Joe Schiller - Austin Peay State University, TN - issues are: nonpoint source pollution, increasing urbanization, gravel mining, ATV use, mountaintop removal.
Randy Moss - Texas Department of Parks and Wildlife - after 13 years of restocking paddlefish without any measurable results, we stopped stocking. Now focus is to conserve stocks rather than restore them. TX appreciates the WWSC support of the Red River Chloride Control Project. It has been reduced in scope. Texas also has a problem with 4-wheel drive trucks breaking down river banks, driving in streams, property damage. 7 major reservoirs, plenty of water supply development projects.
Scott Smith - Virginia Department of Game and Inland Fisheries - drought. Working on fish passage, removal of dams on Appomattox and Rappohannock rivers. Instream flow projects on the Smith River. Lots of work on large rivers, smallmouth bass population estimate. John Copeland is working on the statewide streams project, modeling the number of samples per basin needed to get accurate picture of fisheries. Statewide angler survey showed 50% of VA anglers use warmwater streams. VA Tech Univ. (Don Orth) has a new facility to rear juvenile mussels.

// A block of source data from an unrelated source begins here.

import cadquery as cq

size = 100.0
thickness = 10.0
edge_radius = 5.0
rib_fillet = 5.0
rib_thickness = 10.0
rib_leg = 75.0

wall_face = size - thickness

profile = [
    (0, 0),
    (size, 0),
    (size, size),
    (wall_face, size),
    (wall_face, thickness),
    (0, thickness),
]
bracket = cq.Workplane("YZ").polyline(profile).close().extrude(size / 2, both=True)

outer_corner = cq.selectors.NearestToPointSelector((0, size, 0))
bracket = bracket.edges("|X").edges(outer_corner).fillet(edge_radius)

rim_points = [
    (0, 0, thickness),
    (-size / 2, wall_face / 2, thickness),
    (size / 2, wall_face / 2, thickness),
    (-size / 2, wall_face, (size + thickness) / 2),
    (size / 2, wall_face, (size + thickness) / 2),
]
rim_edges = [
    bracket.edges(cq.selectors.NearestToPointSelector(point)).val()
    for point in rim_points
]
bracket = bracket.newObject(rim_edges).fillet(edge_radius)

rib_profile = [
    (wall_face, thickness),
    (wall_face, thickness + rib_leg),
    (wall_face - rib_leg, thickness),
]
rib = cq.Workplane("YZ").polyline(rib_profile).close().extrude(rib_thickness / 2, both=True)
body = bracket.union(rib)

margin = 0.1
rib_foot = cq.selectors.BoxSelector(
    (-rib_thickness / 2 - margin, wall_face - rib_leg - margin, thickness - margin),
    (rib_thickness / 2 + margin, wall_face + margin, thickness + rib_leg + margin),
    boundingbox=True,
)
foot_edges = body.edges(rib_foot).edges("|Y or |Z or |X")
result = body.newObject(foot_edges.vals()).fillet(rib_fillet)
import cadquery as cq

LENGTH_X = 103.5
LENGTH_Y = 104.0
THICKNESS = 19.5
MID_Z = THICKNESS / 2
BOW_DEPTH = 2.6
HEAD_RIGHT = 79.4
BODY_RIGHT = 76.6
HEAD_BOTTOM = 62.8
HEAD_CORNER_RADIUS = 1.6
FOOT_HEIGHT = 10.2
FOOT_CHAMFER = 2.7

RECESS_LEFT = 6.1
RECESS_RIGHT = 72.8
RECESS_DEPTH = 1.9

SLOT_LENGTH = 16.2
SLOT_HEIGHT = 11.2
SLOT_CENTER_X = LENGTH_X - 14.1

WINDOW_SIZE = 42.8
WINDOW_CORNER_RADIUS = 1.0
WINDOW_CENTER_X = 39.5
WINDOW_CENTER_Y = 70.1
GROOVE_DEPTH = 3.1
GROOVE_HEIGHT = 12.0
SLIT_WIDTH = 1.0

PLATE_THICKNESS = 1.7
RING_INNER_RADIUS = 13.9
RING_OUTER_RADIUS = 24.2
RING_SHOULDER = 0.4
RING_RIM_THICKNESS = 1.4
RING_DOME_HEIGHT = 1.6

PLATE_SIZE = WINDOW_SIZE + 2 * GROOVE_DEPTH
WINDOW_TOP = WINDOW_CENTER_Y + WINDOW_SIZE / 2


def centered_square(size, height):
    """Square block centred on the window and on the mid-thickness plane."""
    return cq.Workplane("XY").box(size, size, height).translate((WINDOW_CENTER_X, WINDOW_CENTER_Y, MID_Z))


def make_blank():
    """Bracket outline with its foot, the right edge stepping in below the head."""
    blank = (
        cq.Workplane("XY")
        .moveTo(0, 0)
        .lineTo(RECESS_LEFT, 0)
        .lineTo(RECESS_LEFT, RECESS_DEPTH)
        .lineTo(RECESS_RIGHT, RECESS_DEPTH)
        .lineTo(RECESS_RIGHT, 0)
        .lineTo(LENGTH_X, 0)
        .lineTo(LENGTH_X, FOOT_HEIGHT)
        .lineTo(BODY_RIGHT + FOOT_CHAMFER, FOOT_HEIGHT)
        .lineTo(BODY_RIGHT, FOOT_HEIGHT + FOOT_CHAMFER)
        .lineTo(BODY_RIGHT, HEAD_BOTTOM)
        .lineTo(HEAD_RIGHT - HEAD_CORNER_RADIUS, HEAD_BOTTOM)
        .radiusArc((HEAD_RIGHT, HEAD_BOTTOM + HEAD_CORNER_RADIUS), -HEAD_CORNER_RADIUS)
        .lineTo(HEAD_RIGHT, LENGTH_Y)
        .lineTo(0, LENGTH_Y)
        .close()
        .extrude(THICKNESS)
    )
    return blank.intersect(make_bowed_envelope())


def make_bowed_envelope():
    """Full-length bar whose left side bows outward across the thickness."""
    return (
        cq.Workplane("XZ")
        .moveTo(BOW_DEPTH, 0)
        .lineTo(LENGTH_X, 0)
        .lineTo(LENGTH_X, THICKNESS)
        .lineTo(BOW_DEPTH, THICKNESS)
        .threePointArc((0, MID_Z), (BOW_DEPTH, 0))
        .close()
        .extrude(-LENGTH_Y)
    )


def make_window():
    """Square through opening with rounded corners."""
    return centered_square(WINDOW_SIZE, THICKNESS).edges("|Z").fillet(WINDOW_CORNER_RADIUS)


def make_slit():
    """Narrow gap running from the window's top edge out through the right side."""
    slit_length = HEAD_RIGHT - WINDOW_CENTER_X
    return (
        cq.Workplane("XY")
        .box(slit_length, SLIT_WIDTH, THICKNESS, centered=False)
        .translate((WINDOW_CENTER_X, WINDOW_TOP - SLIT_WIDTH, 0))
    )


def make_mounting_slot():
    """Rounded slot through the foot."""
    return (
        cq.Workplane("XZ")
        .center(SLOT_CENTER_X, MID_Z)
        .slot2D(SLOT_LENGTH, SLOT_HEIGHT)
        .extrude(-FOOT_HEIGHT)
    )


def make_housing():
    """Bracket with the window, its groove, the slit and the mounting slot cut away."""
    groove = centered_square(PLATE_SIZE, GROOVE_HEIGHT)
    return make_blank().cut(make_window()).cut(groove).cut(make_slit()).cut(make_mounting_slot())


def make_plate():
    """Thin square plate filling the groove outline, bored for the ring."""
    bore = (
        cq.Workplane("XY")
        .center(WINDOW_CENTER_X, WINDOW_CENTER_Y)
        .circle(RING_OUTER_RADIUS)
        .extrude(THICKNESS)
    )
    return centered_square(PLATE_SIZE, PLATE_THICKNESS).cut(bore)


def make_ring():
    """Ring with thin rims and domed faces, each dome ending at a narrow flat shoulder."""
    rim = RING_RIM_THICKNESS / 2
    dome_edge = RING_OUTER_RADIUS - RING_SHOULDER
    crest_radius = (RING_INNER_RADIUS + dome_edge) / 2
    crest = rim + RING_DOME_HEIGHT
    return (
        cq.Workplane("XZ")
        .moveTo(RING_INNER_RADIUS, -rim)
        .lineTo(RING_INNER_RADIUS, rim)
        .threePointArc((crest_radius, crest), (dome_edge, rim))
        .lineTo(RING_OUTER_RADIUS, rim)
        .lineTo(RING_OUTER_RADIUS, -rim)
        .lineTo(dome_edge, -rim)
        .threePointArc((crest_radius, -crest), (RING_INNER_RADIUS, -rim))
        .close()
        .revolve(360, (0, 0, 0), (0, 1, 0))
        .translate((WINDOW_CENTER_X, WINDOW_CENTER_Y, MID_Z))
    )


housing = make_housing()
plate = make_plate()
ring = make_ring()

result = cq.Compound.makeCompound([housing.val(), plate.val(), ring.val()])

Chris O’Bara - West Virginia Division of Natural Resources - Ohio River Navigational Impact Study, fish passage through locks and dams, winter habitat work. Paddlefish and black bass management plans for Ohio River. Standardized sampling and reporting and tagging in 6 states for walleye, sauger, saugeye management plans in Ohio River. Mitigation for Kenaw River - place hard structures and reintroduce paddlefish and sturgeon. Small streams - 2 new projects - 1) smallmouth bass populations characteristics and movements; 2) muskie - age and growth, movement, population structure.
Jerri Phillips - Univ. of Tennessee - Chattanooga - April 19, 2002 sponsoring a workshop on pressing issues in Chattanooga: environmental justice, natural resource management, sustainable economic development, urban sprawl.